Phishing scams are designed by criminals to imitate a reputable person or organisation in order to coax their victims into sharing confidential or sensitive information. Phishing scams have been around since at least the mid-1990s and as new technology has become available, so have more sophisticated techniques and tactics. This is making these attacks harder to detect and increasing the threat they pose to businesses every day.
Fortunately, you can take steps to reduce the risk phishing has on your business and one of the best ways to do this is by keeping up to date with the different tactics phishing criminals use and how to recognise them. Most people have heard of standard phishing attacks, usually sent by email and riddled with spelling errors and grammar mistakes, but have you heard of these other 5 phishing scams?
1. Search Engine Phishing
This type of attack is especially hard to detect as it is not a phishing scam where the criminals reach out to you. Instead, they create fraudulent sites and often use search engines’ paid ads to position themselves in a prominent part of the search engine’s results page and then they wait for you to come to them. The best way to avoid this type of scam is to be wary of links to websites with offers that seem too good to be true such as, discounts, freebies and low-interest rate loans.
Pharming happens when code sent in a malicious email changes the host files on a computer or the hacker attacks the domain name system (DNS poisoning). This causes browsers to redirect users to fraudulent websites even if they type in the correct URL or use a previously saved bookmark. This is also very hard to detect as the fraudulent websites imitate the legitimate ones.

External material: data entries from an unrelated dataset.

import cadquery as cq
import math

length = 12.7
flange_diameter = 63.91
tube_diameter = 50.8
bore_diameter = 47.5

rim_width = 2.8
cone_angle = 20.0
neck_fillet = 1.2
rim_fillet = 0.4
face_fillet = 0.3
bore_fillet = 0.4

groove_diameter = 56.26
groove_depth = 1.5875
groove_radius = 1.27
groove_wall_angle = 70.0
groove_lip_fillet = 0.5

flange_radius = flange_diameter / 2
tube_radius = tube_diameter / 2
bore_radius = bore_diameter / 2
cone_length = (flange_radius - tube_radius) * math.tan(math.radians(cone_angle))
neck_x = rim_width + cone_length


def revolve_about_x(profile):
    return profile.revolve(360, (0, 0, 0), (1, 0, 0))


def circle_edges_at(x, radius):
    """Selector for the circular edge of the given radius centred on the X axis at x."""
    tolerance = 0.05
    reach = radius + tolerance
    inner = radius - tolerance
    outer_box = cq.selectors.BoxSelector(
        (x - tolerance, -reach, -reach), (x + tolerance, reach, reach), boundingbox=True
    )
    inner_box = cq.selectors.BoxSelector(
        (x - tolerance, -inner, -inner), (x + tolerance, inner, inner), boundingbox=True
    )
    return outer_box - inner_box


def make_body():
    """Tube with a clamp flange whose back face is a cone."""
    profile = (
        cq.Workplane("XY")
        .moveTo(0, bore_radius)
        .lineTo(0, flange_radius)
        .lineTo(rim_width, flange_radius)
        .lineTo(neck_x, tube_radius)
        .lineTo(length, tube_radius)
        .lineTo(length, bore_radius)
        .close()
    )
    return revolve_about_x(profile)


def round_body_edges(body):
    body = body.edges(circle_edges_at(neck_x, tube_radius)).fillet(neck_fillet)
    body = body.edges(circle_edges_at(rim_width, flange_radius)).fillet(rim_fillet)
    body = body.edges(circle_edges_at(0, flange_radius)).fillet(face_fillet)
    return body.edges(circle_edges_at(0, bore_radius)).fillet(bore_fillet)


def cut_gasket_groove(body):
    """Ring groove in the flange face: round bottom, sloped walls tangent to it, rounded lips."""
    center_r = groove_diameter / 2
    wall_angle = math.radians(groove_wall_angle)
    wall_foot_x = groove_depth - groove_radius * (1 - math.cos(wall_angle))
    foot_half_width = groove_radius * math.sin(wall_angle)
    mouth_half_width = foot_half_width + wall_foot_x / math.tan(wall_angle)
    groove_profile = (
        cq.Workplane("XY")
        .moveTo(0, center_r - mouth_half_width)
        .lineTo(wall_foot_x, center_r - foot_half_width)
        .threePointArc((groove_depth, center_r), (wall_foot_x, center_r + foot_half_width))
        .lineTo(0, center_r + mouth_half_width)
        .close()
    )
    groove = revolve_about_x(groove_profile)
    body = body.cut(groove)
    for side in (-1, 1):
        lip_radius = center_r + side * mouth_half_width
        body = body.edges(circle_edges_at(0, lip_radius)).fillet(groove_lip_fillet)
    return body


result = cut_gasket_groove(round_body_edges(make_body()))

You can help protect your business by ensuring you have an up to date cyber security system in place, you always have a secure connection (the site address starts with “https” instead of “http”) and you have set up two-factor authentication wherever possible.
3. Man-in-the-Middle Phishing
This attack often occurs through a fake WiFi network made available in public places, where unsuspecting victims are more likely to connect with the network. Once connected, the attacker can then spy on interactions the user has with another party online, such as a bank’s website. This allows the attacker to gather valuable and confidential information or to manipulate the communication to trick the user into installing malware on their device. To prevent these attacks, remember to avoid using public WiFi networks and websites with insecure connections.

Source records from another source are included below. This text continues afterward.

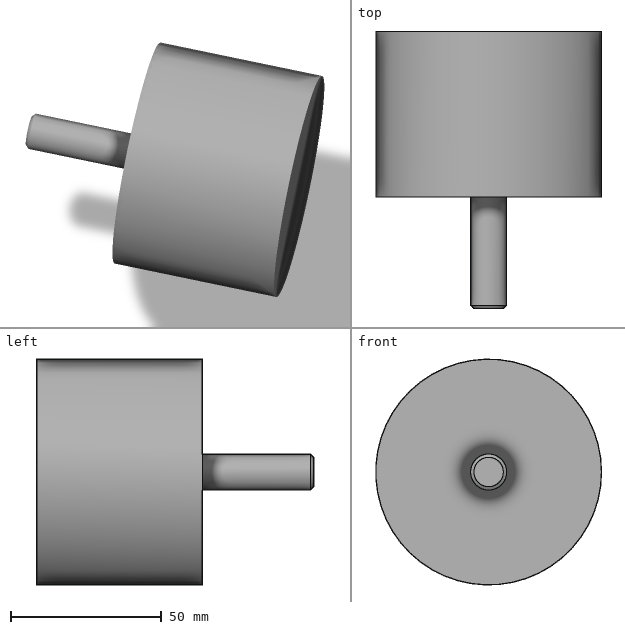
import cadquery as cq

total_length = 92.0
body_diameter = 75.0
body_length = 55.0
stud_diameter = 12.0
stud_chamfer = 1.1

stud_length = total_length - body_length

body = cq.Workplane("XZ").circle(body_diameter / 2).extrude(-body_length)

stud = (
    cq.Workplane("XZ")
    .circle(stud_diameter / 2)
    .extrude(stud_length)
    .faces("<Y")
    .chamfer(stud_chamfer)
)

result = body.union(stud)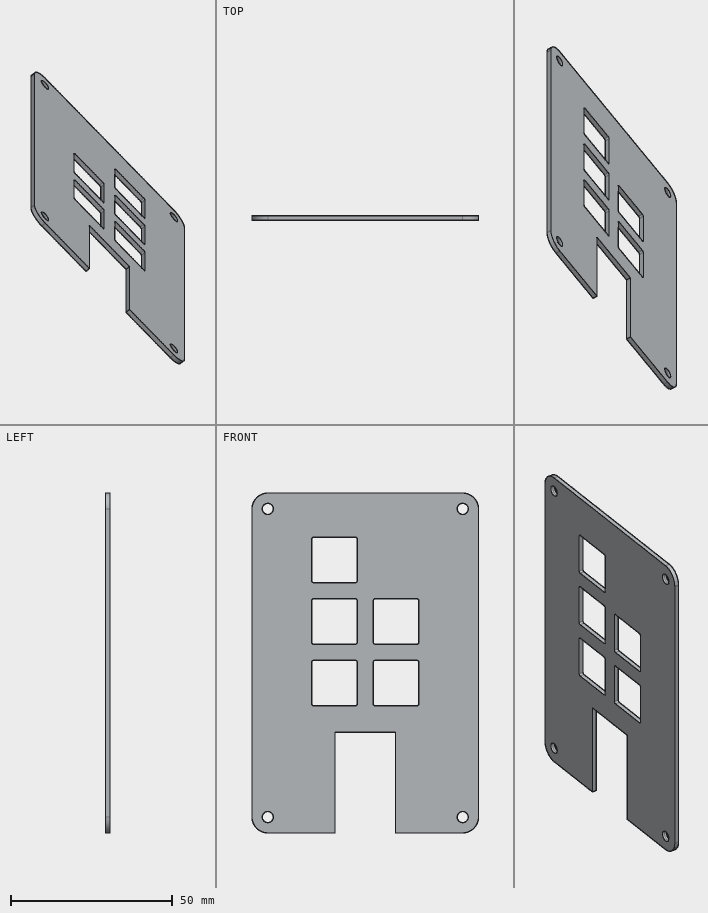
import cadquery as cq

plate_width = 70.0
plate_height = 105.0
plate_thickness = 1.5
corner_radius = 5.0

hole_diameter = 3.4
hole_inset = 4.9

window_size = 14.0
window_corner_radius = 0.5
window_pitch = 19.0
window_middle_row_z = 12.8

slot_width = 18.6
slot_height = 31.1


def make_plate():
    plate = cq.Workplane("XY").box(plate_width, plate_thickness, plate_height)
    return plate.edges("|Y").fillet(corner_radius)


def make_mounting_holes():
    return (
        cq.Workplane("XZ")
        .rect(plate_width - 2 * hole_inset, plate_height - 2 * hole_inset, forConstruction=True)
        .vertices()
        .circle(hole_diameter / 2)
        .extrude(plate_thickness, both=True)
    )


def make_key_windows():
    left_x = -window_pitch / 2
    right_x = window_pitch / 2
    top_z = window_middle_row_z + window_pitch
    bottom_z = window_middle_row_z - window_pitch
    centers = [(left_x, top_z)]
    for row_z in (window_middle_row_z, bottom_z):
        centers += [(left_x, row_z), (right_x, row_z)]
    return (
        cq.Workplane("XZ")
        .pushPoints(centers)
        .rect(window_size, window_size)
        .extrude(plate_thickness, both=True)
        .edges("|Y")
        .fillet(window_corner_radius)
    )


def make_bottom_slot():
    slot_center_z = (slot_height - plate_height) / 2
    return (
        cq.Workplane("XY")
        .box(slot_width, 2 * plate_thickness, slot_height)
        .translate((0, 0, slot_center_z))
    )


result = (
    make_plate()
    .cut(make_mounting_holes())
    .cut(make_key_windows())
    .cut(make_bottom_slot())
)

4. BEC (Business Email Compromise)
This is a phishing scam you don’t want to fall for as it can be one of the costliest attacks a business can face. It usually comes in an email that looks like it has been sent from another employee in the same company, but it is really a cyber criminal imitating them. The email will have a strong sense of urgency asking the victim to send a large amount of money or buy gift cards ASAP. They may also say how busy they are or that they are in a meeting which makes the victim feel guilty delaying or bothering them about the transaction. However, it is always better to wait, if necessary, and double-check with the person the email is from, either in person or over the phone, to confirm the request is real.

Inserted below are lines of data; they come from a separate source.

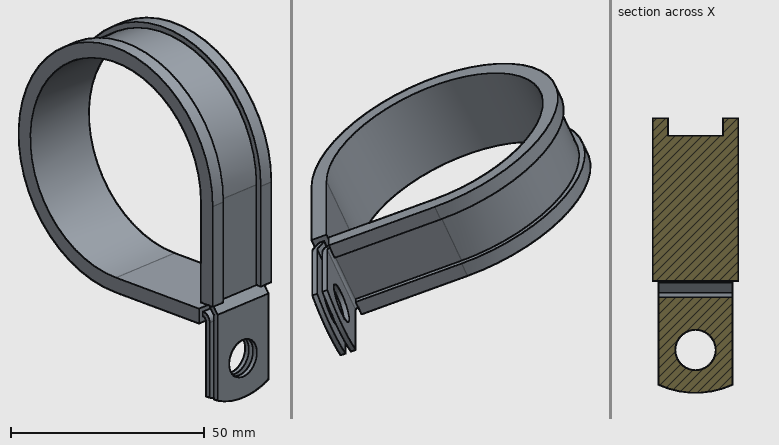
import cadquery as cq
import math

outer_radius = 34.4
inner_radius = 30.2
cushion_width = 22.1
vertical_leg_end = -28.3
horizontal_leg_end = 29.6

groove_depth = 1.6
groove_width = 14.1
groove_radius = outer_radius - groove_depth

strap_thickness = 1.4
tab_width = 19.1
tab_bottom = -57.1
tab_tip_sag = 2.1
outer_tab_face = 34.8
inner_tab_face = 31.95
bend_radius = 2.3
jog_drop = 2.6
jog_inner_lag = 0.5
embed = 1.8
hole_diameter = 10.3
hole_height = 11.1


def extrude_centered(sketch, width):
    """Extrude an XZ profile symmetrically about the XZ plane."""
    return sketch.extrude(width / 2, both=True)


def loop(radius):
    """Solid three-quarter round with two tangent legs meeting at a square corner."""
    sketch = (
        cq.Workplane("XZ")
        .moveTo(radius, 0)
        .lineTo(radius, -radius)
        .lineTo(0, -radius)
        .threePointArc((-radius * math.sqrt(0.5), radius * math.sqrt(0.5)), (radius, 0))
        .close()
    )
    return sketch


def make_cushion():
    flanged = extrude_centered(loop(outer_radius), cushion_width)
    groove = extrude_centered(loop(outer_radius), groove_width).cut(
        extrude_centered(loop(groove_radius), groove_width)
    )
    bore = extrude_centered(loop(inner_radius), cushion_width)
    corner_block = (
        cq.Workplane("XY")
        .box(outer_radius, cushion_width, outer_radius, centered=(False, True, False))
    )
    open_corner = corner_block.translate(
        (horizontal_leg_end, 0, vertical_leg_end - outer_radius)
    )
    return flanged.cut(groove).cut(bore).cut(open_corner)


def make_outer_tab():
    """Strap end leaving the vertical leg through an outward jog."""
    jog_bottom = vertical_leg_end - jog_drop
    sketch = (
        cq.Workplane("XZ")
        .moveTo(groove_radius, vertical_leg_end + embed)
        .lineTo(groove_radius, vertical_leg_end)
        .lineTo(outer_tab_face, jog_bottom)
        .lineTo(outer_tab_face, tab_bottom)
        .lineTo(outer_tab_face - strap_thickness, tab_bottom)
        .lineTo(outer_tab_face - strap_thickness, jog_bottom - jog_inner_lag)
        .lineTo(groove_radius - strap_thickness, vertical_leg_end - jog_inner_lag)
        .lineTo(groove_radius - strap_thickness, vertical_leg_end + embed)
        .close()
    )
    return extrude_centered(sketch, tab_width)


def make_inner_tab():
    """Strap end leaving the horizontal leg through a rounded right-angle bend."""
    bend_x = inner_tab_face - bend_radius
    strap_top = strap_thickness - groove_radius
    bend_z = strap_top - bend_radius
    inside_radius = bend_radius - strap_thickness
    diagonal = math.sqrt(0.5)

    def bend_middle(radius):
        return (bend_x + radius * diagonal, bend_z + radius * diagonal)

    sketch = (
        cq.Workplane("XZ")
        .moveTo(horizontal_leg_end - embed, strap_top)
        .lineTo(bend_x, strap_top)
        .threePointArc(bend_middle(bend_radius), (inner_tab_face, bend_z))
        .lineTo(inner_tab_face, tab_bottom)
        .lineTo(inner_tab_face - strap_thickness, tab_bottom)
        .lineTo(inner_tab_face - strap_thickness, bend_z)
        .threePointArc(bend_middle(inside_radius), (bend_x, bend_z + inside_radius))
        .lineTo(horizontal_leg_end - embed, bend_z + inside_radius)
        .close()
    )
    return extrude_centered(sketch, tab_width)


def make_tab_outline():
    """Block with the curved tip and bolt hole shared by both tabs."""
    half_width = tab_width / 2
    return (
        cq.Workplane("YZ")
        .moveTo(-half_width, 0)
        .lineTo(-half_width, tab_bottom + tab_tip_sag)
        .threePointArc((0, tab_bottom), (half_width, tab_bottom + tab_tip_sag))
        .lineTo(half_width, 0)
        .close()
        .moveTo(0, tab_bottom + hole_height)
        .circle(hole_diameter / 2)
        .extrude(outer_tab_face)
    )


tabs = make_outer_tab().union(make_inner_tab()).intersect(make_tab_outline())
result = make_cushion().union(tabs)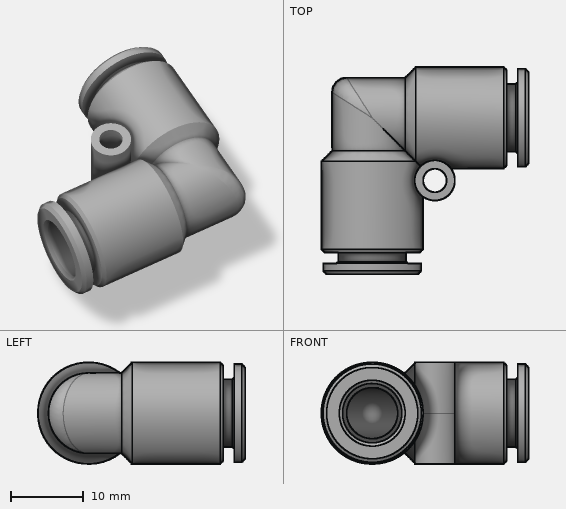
import cadquery as cq

overall_length = 28.5
body_radius = 6.997
arm_length = overall_length - body_radius

elbow_radius = 5.53
corner_fillet = 2.0

body_start = 5.98
cone_start = body_start - (body_radius - elbow_radius)
body_end = 18.5
body_chamfer = 0.45
neck_radius = 4.67
neck_flare = 0.23
collar_start = 19.98
collar_radius = 6.75
collar_chamfer = 0.48

passage_radius = 3.5
socket_radius = 4.08
socket_floor = body_start
mouth_chamfer = 0.45

eyelet_offset = 8.6
eyelet_radius = 2.76
eyelet_hole_radius = 1.6


def to_second_arm(shape):
    """Turn a shape that is round about X onto the -Y arm."""
    return shape.rotate((0, 0, 0), (0, 0, 1), -90)


def x_cylinder(radius, start, end):
    return cq.Workplane("YZ", origin=(start, 0, 0)).circle(radius).extrude(end - start)


def mitered_tubes(radius, length):
    """Two round arms of one radius, meeting in a sharp miter."""
    arm = x_cylinder(radius, 0, length)
    long_arm = x_cylinder(radius, -2 * radius, 2 * radius)
    corner = long_arm.intersect(to_second_arm(long_arm))
    return arm.union(to_second_arm(arm)).union(corner).clean()


def revolve_about_x(points):
    return cq.Workplane("XY").polyline(points).close().revolve(360, (0, 0, 0), (1, 0, 0))


def arm_shell():
    return revolve_about_x([
        (cone_start, 0),
        (cone_start, elbow_radius),
        (body_start, body_radius),
        (body_end - body_chamfer, body_radius),
        (body_end, body_radius - body_chamfer),
        (body_end, neck_radius),
        (collar_start - neck_flare, neck_radius),
        (collar_start, neck_radius + neck_flare),
        (collar_start, collar_radius),
        (arm_length - collar_chamfer, collar_radius),
        (arm_length, collar_radius - collar_chamfer),
        (arm_length, 0),
    ])


def tube_socket():
    return revolve_about_x([
        (socket_floor, 0),
        (socket_floor, socket_radius),
        (arm_length - mouth_chamfer, socket_radius),
        (arm_length, socket_radius + mouth_chamfer),
        (arm_length, 0),
    ])


def eyelet_cylinder(radius):
    return (
        cq.Workplane("XY")
        .center(eyelet_offset, -eyelet_offset)
        .circle(radius)
        .extrude(body_radius, both=True)
    )


def rounded_elbow():
    """Mitered elbow, split through the Z axis so that only its outer miter edge is rounded."""
    elbow = mitered_tubes(elbow_radius, cone_start)
    splitter_size = 4 * body_radius
    outer_side = (
        cq.Workplane("XY")
        .box(splitter_size, splitter_size, splitter_size)
        .translate((-splitter_size / 2, 0, 0))
        .rotate((0, 0, 0), (0, 0, 1), -45)
    )
    outer_corner = cq.selectors.NearestToPointSelector((-elbow_radius, elbow_radius, 0))
    outer_half = elbow.intersect(outer_side).edges(outer_corner).fillet(corner_fillet)
    return elbow.cut(outer_side).union(outer_half)


shell = arm_shell()
result = rounded_elbow().union(shell).union(to_second_arm(shell))
result = result.union(eyelet_cylinder(eyelet_radius))

socket = tube_socket()
result = result.cut(mitered_tubes(passage_radius, body_start))
result = result.cut(socket).cut(to_second_arm(socket))
result = result.cut(eyelet_cylinder(eyelet_hole_radius))

The word ‘malvertising’ comes from ‘malicious advertising’ and is a type of phishing attack that hides malicious code within ads on legitimate websites. The ad can install malware or redirect the user to a fraudulent website which is sometimes a replica of the real site the ad was promoting, making it harder to detect if a phishing attack is taking place. To help protect from malvertising, we recommend removing vulnerable software such as Java and Flash or disabling them when not in use and installing an ad blocker on your browser.